Voltage regulator for synchronous
Most present-day synchronous generators come with a built-in voltage
regulator, fancily called automatic
or AVR. But that wasn't true many years ago. Very old machines from the
day before cheap electronics typically had an excitation scheme that
used a rheostat-adjusted voltage excitation, in addition to a
load-dependent component derived from a current transformer that sensed the load current. The user
had to crank the rheostat up and down as needed.
Years ago I built a small secondary microhydro system, using a plastic turbine,
and I got an old generator for free from a friend, to couple to my
turbine. This old generator came from an Honda E1000E gasoline-powered
genset, apparently made around 1970, whose engine had worn out beyond
reasonable repair. I got the bare generator, without any of the
external circuitry. So I had to make an AVR for it.

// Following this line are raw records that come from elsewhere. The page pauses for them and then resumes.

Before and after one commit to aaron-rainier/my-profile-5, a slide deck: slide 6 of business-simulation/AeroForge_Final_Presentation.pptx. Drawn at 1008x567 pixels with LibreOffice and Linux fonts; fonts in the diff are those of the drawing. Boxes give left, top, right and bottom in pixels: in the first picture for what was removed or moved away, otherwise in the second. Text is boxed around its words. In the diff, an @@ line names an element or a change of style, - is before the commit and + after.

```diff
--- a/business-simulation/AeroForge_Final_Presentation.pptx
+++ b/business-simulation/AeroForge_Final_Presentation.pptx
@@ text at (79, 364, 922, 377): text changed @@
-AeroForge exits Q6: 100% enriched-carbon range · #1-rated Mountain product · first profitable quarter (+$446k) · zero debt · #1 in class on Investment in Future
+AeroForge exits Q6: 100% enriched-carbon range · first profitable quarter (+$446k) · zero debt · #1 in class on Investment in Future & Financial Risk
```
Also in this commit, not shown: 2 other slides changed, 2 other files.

This generator has a main winding for 220 V, 1000 W, without any taps,
in addition to a tapped low voltage winding good for charging 6 V or
12 V batteries at several amperes, and it also has a 2×55 V
center-tapped winding, intended to provide excitation power. The field
winding, connected through slip rings and carbon brushes, has a
resistance of 15 Ω, and an inductance of very nearly 10 H.

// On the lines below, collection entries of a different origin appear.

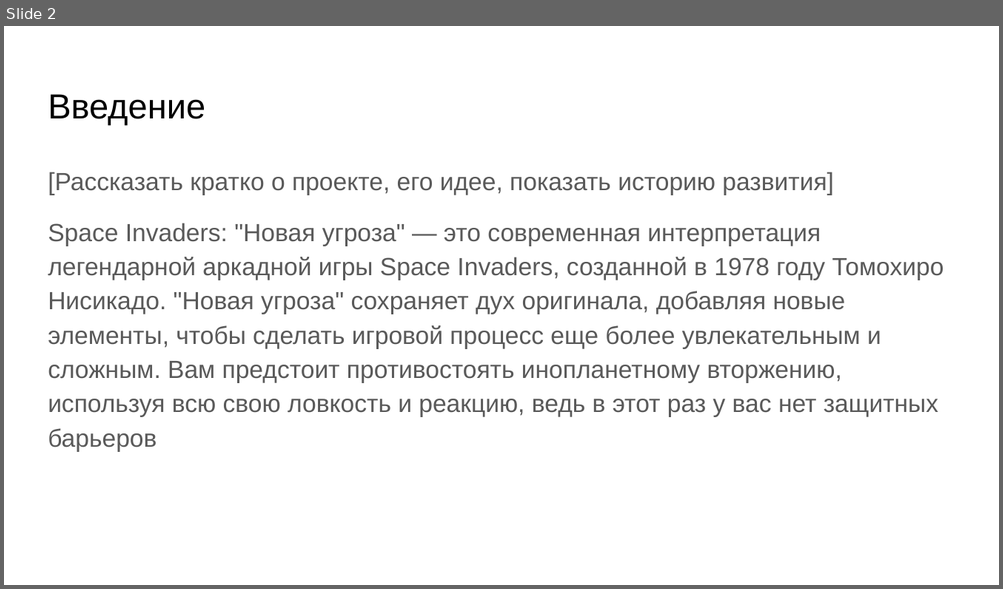
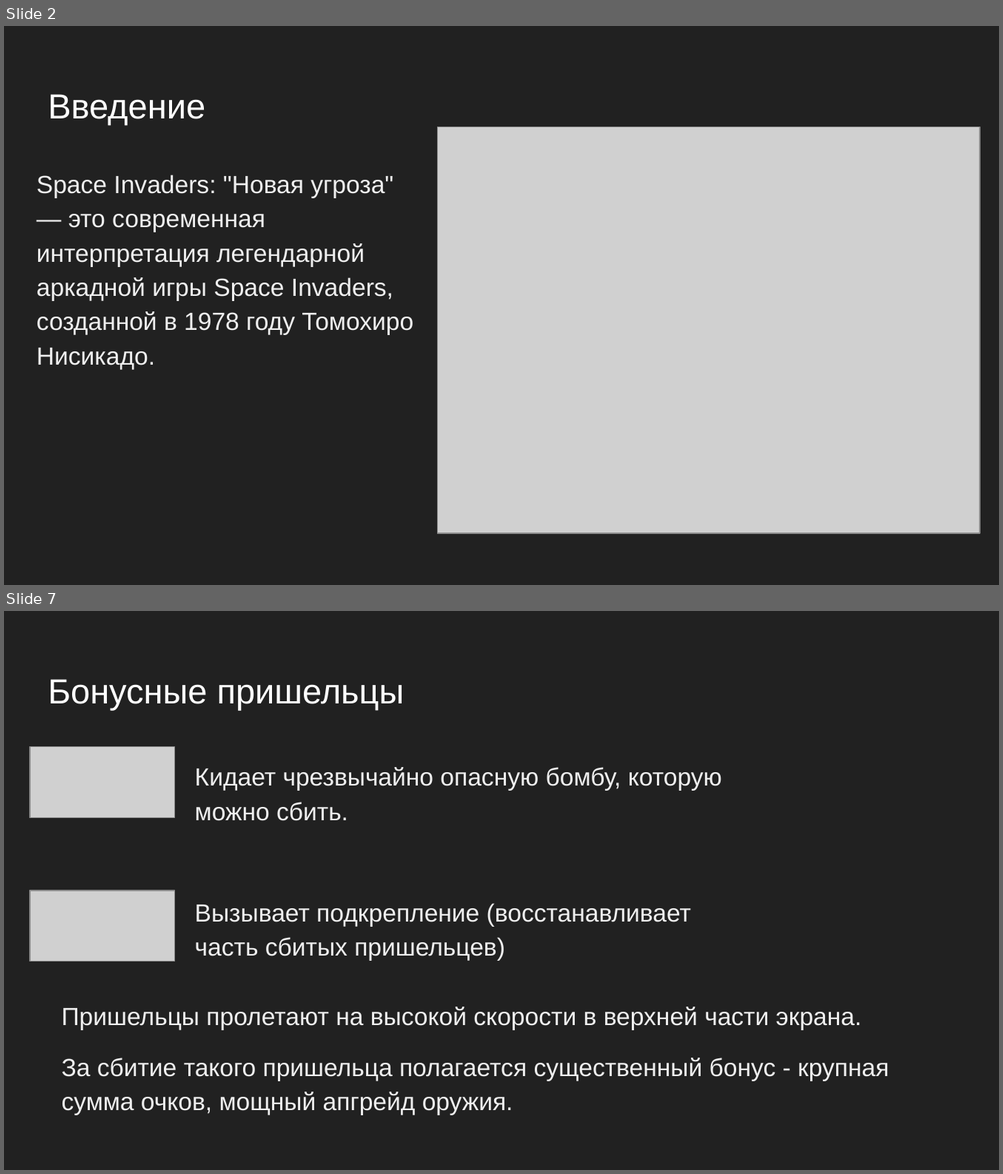
Before and after one commit to Tulishka/space_invaders_nt, a slide deck: docs/presentation.pptx. Shown one above the other, each under a label of ours: slide 2 before the commit, slides 2 and 7 after it; the slides between them are not shown. The pictures are 1003x589 and 1003x1174 pixels, drawn with LibreOffice and Linux fonts; fonts in the diff are those of the drawing; grey boxes stand for pictures. Boxes give left, top, right and bottom in pixels: in the first picture for what was removed or moved away, otherwise in the second. Text is boxed around its words. In the diff, an @@ line names an element or a change of style, - is before the commit and + after.

```diff
--- a/docs/presentation.pptx
+++ b/docs/presentation.pptx
@@ slide 7 added at (4,611,999,1170), background #212121 @@
@@ title added at (48,679,404,710), 25.2 pt, text #FFFFFF @@
+Бонусные пришельцы
@@ picture added at (30,747,175,818) @@
@@ text added at (195,767,722,961), 18 pt, text #EFEFEF @@
+Кидает чрезвычайно опасную бомбу, которую можно сбить.
+Вызывает подкрепление (восстанавливает часть сбитых пришельцев)
@@ picture added at (30,891,175,961) @@
@@ text added at (62,1007,888,1115), 18 pt, text #EFEFEF @@
+Пришельцы пролетают на высокой скорости в верхней части экрана.
+За сбитие такого пришельца полагается существенный бонус - крупная сумма очков, мощный апгрейд оружия.
@@ slide 2 changed as well @@
@@ background #FFFFFF to #212121 @@
@@ title "Введение" at (48,94,205,125): text colour #000000 to #FFFFFF @@
@@ picture added at (437,127,979,533) @@
@@ text at (37,175,413,369): text changed; text colour #595959 to #EFEFEF @@
-[Рассказать кратко о проекте, его идее, показать историю развития]
-Space Invaders: "Новая угроза" — это современная интерпретация легендарной аркадной игры Space Invaders, созданной в 1978 году Томохиро Нисикадо. "Новая угроза" сохраняет дух оригинала, добавляя новые элементы, чтобы сделать игровой процесс еще более увлекательным и сложным. Вам предстоит противостоять инопланетному вторжению, используя всю свою ловкость и реакцию, ведь в этот раз у вас нет защитных барьеров
+Space Invaders: "Новая угроза" — это современная интерпретация легендарной аркадной игры Space Invaders, созданной в 1978 году Томохиро Нисикадо.
```
Also in this commit, not shown: 3 other slides changed, 7 other slides added, 9 slides removed.

The combination of a low resistance field winding with that relatively
high voltage excitation winding proved to be a problem. My first AVR for this
generator rectified and filtered the 55 V, obtaining roughly 70 VDC,
and applied this to the field winding through a typical AVR circuit,
using a bipolar Darlington power transistor in a self-oscillating zener-regulated
circuit. It sort of worked, but had a stupid problem: When the
generator was spinning too slow to achieve nominal output, the
regulator would apply full drive to the field coil, which at 70 V is
327 W, and that's rather hefty for a 1000 W generator! And it's totally
useless, because at about 20 V applied to the field, the generator's
iron totally saturates, and any further excitation doesn't increase the
output! But the 327 W excitation, plus losses in the totally
oversaturated iron, put such a hefty load on the turbine, that when teh water supply was scarce it
failed to get up to the nominal running speed.
I tried powering the AVR from the 12 V winding instead, but that proved
to be too little. It maintained regulation only up to about 500 W load, and
beyond that the voltage would sag.
I tried adding the 12 VAC to 5 VAC obtained from an external
transformer, but it added only 1 V! This is because this generator,
like many, has the auxiliary windings installed 90 degrees out of phase
to the main winding, and so my 5 V transformer, powered from the
220 V output, was at 90 degrees with the 12 V winding.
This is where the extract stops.